Effects of stabilizing and destabilizing thermal gradients on reversed shear-stratified flows: Combined Kelvin–Helmholtz Rayleigh–Taylor instability

Abstract

Numerical investigation of the coupled Kelvin–Helmholtz Rayleigh–Taylor instability (KHRTI) is presented here by solving the compressible Navier–Stokes equations for two air streams differentially heated in two halves of a three-dimensional (3D) box. Here, we explore the role of a stabilizing and destabilizing thermal gradient and that of reversing the direction of the air streams considered for Atwood numbers of ±0.1567 and dimensionless tangential shear of ΔU=0.68 and 4.1. The onset of the KHRTI and development of the turbulent mixing layer are explored via time-resolved and instantaneous distributions of temperature and vorticity.

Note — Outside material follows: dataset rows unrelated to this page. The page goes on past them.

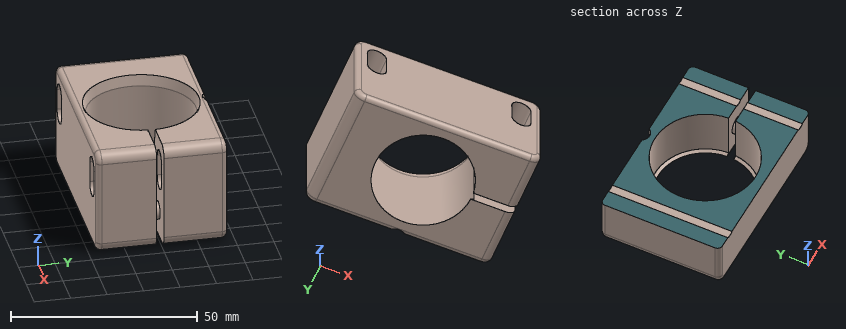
import cadquery as cq
import math

LENGTH = 54.0
DEPTH = 36.0
HEIGHT = 30.0
CORNER_RADIUS = 3.0
FACE_EDGE_RADIUS = 1.5

BORE_RADIUS = 15.0
LEAD_IN_DEPTH = 3.0
LEAD_IN_ANGLE = 15.0
MOUTH_RADIUS = BORE_RADIUS + LEAD_IN_DEPTH * math.tan(math.radians(LEAD_IN_ANGLE))
LIP_RADIUS = 14.0
LIP_SLOPE = 30.0
LIP_HEIGHT = (BORE_RADIUS - LIP_RADIUS) * math.tan(math.radians(LIP_SLOPE))

GAP_WIDTH = 2.0
GAP_Y = -0.5
SCREW_DIAMETER = 5.0
SCREW_X = 19.5
SCREW_Z = -7.5
SHANK_EMBED = 1.0

SLOT_WIDTH = 5.5
SLOT_LENGTH = 11.5
SLOT_SPACING = 42.0
SLOT_Z = 5.5

GROOVE_RADIUS = 2.5
GROOVE_DEPTH = 1.2

TOP_Z = HEIGHT / 2
BOTTOM_Z = -HEIGHT / 2


def block():
    """Block with rounded corners along Y and softened front and rear edges."""
    body = cq.Workplane("XY").box(LENGTH, DEPTH, HEIGHT)
    body = body.edges("|Y").fillet(CORNER_RADIUS)
    return body.faces("<Y or >Y").edges().fillet(FACE_EDGE_RADIUS)


def bore():
    """Straight bore with a tapered mouth at the top and a tapered lip at the bottom."""
    return (
        cq.Workplane("XZ")
        .moveTo(0, BOTTOM_Z)
        .lineTo(LIP_RADIUS, BOTTOM_Z)
        .lineTo(BORE_RADIUS, BOTTOM_Z + LIP_HEIGHT)
        .lineTo(BORE_RADIUS, TOP_Z - LEAD_IN_DEPTH)
        .lineTo(MOUTH_RADIUS, TOP_Z)
        .lineTo(0, TOP_Z)
        .close()
        .revolve(360, (0, 0, 0), (0, 1, 0))
    )


def clamping_gap():
    """Cut from the bore centre out through the +X side."""
    gap_length = LENGTH / 2
    return cq.Workplane("XY").box(gap_length, GAP_WIDTH, HEIGHT).translate((gap_length / 2, GAP_Y, 0))


def screw_shank():
    """Cylinder along Y that bridges the gap and runs a little into both jaws."""
    shank_length = GAP_WIDTH + 2 * SHANK_EMBED
    return (
        cq.Workplane("XZ")
        .circle(SCREW_DIAMETER / 2)
        .extrude(shank_length)
        .translate((SCREW_X, GAP_Y + shank_length / 2, SCREW_Z))
    )


def mounting_slots():
    """Pair of upright slots, one on each side of the bore."""
    return (
        cq.Workplane("XZ")
        .pushPoints([(-SLOT_SPACING / 2, SLOT_Z), (SLOT_SPACING / 2, SLOT_Z)])
        .slot2D(SLOT_LENGTH, SLOT_WIDTH, 90)
        .extrude(DEPTH / 2, both=True)
    )


def rear_groove():
    """Full-height round groove in the middle of the rear face."""
    groove_y = DEPTH / 2 + GROOVE_RADIUS - GROOVE_DEPTH
    return cq.Workplane("XY").center(0, groove_y).circle(GROOVE_RADIUS).extrude(HEIGHT / 2, both=True)


result = (
    block()
    .cut(bore())
    .cut(clamping_gap())
    .cut(mounting_slots())
    .cut(rear_groove())
    .union(screw_shank())
)

Early stages of the KHRTI with reversed air streams follows a Kelvin–Helmholtz (KH) mechanism, with Rayleigh–Taylor (RT) dynamics becoming important at later times. This leads to an earlier development of the turbulent mixing layer. The KHRTI with stabilizing or destabilizing thermal gradients shows a dominance of the buoyancy-driven mechanism, right from the onset. The transition from laminar to turbulent mixing layer involves the creation of coherent structures of spikes, bubbles, and KH whirls for the destabilizing, stabilizing thermal gradient, and reversed shear cases, respectively. The spectra of the turbulent signals reveal a −5/3 scaling when the shear-driven mechanism is prevalent in the flow and −11/5 scaling when the buoyancy-driven effects become prominent. The compressible enstrophy budget of the KHRTI shows that the onset process is dominated by vortex stretching or compressibility effects, followed by a sharp rise in baroclinic torque contribution once the buoyancy effects become relevant.